Jesus heisst alle willkommen und nimmt sie an, aber eine ihm zugewandte Reaktion belässt niemanden so, wie er zuvor war. Der Herr wäre den Menschen nicht in Liebe zugetan, wenn er sie einfach so beliesse, wie er sie bei der ersten Begegnung vorfand. Er liebt uns viel zu sehr, als dass er uns schlichtweg mit reinen Empathieoder Mitleidsbekundungen abgespeist unserem Schicksal überliesse. Nein, seine Liebe heilt, verwandelt und ändert die Lebensführung.

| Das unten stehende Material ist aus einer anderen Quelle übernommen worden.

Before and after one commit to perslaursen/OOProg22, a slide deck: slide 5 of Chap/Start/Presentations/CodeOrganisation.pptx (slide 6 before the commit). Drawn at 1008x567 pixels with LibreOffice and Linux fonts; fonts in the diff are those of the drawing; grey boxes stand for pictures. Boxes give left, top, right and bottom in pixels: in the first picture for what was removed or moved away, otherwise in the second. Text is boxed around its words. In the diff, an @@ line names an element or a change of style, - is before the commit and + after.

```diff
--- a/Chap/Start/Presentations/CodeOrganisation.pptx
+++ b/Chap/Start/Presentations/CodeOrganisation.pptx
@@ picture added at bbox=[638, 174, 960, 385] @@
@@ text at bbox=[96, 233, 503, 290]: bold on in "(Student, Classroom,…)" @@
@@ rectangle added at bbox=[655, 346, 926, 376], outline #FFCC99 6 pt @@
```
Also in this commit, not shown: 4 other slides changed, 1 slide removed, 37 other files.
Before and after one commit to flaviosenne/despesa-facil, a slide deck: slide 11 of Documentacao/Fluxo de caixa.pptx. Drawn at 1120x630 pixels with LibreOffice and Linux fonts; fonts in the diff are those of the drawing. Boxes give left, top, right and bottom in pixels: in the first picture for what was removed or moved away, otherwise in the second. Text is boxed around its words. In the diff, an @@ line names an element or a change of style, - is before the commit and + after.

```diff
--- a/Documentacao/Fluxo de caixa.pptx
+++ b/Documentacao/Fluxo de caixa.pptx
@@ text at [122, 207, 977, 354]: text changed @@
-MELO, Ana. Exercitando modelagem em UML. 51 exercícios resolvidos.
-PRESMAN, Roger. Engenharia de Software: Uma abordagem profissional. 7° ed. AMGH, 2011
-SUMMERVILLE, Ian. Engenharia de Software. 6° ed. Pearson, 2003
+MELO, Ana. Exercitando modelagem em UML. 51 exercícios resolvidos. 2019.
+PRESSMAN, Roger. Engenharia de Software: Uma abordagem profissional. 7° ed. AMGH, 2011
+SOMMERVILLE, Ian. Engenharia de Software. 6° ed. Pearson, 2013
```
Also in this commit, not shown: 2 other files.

Kurz gesagt verkündet das Neue Testament beständig, dass die Reaktion auf das bedingungslose Anerbieten seiner selbst einschliesslich all dessen, was er für uns bereithält, damit einhergeht, dass wir uns selbst verleugnen (von unserem Selbst abkehren). Dazu gehört, unseren Stolz abzulegen, unserem Selbstbewusstsein, unserer Frömmigkeit, unseren Gaben und Fähigkeiten abzuschwören, wozu auch unsere Selbstbemächtigung unseres Lebens zählt. Diesbezüglich führt Jesus in schockierender Weise aus, dass wir, wenn es um die Nachfolge Christi geht, „mit Vater und Mutter […] brechen“ müssen. Aber darüber hinaus heisst, ihm nachzufolgen, dass wir auch mit unserem eigenen Leben brechen müssen – mit der falschen Annahme, wir könnten uns zum Herrn über unser Leben machen (Lukas 14, 26-27, Gute Nachricht Bibel). Wenn wir uns auf Jesus einlassen, hören wir damit auf, für uns selbst zu leben (Röm 14, 7-8), weil wir einem anderen zugehörig sind (1. Korinther 6,18). In diesem Sinne sind wir „Knechte Christi“ (Epheser 6,6). Unser Leben liegt vollkommen in seinen Händen, obliegt seiner Vorsehung und Führung. Wir sind, was wir in Bezug auf ihn sind. Und weil wir mit Christus eins sind, „lebe in Wirklichkeit nicht mehr ich, sondern Christus lebt in mir“ (Galater 2,20).

Jesus nimmt in der Tat jeden einzelnen Menschen an und heisst ihn willkommen. Er starb für alle. Und er ist mit allen ausgesöhnt – dies alles jedoch als unser Herr und Erlöser. Sein Willkommen-Heissen und Sich-unserer-Annehmen sind ein Angebot, eine Einladung, die eine Reaktion, eine Annahmebereitschaft erfordert. Und diese Annahmebereitschaft ist zwangsläufig daran gebunden, genau das, was er als der, der er ist, für uns bereithält, auch entgegenzunehmen – nicht mehr und nicht weniger. Das heisst, dass unsere Reaktion Bussfertigkeit einschliesst – die Loslösung von alledem, was uns daran hindert, von ihm zu empfangen, was er uns anerbietet, und was unserer Gemeinschaft mit ihm und der Freude am Leben in seinem Reich im Wege steht. Eine solche Reaktion ist mit Aufwand verbunden – aber einem Aufwand, der es gut und gern wert ist. Denn für unser Lossagen von unserem alten Ich empfangen wir ein neues Ich. Wir schaffen Raum für Jesus und empfangen mit leeren Händen seine lebensverändernde, Leben spendende Gnade. Jesus nimmt uns an, wo immer wir auch stehen mögen, um uns auf seinem Weg hin zu seinem Vater im Heiligen Geist jetzt und für alle Ewigkeit als seine vollauf gesundeten, geistlich wiedergeborenen Kinder mitzunehmen.

Wer wollte schon an etwas Geringerem teilhaben?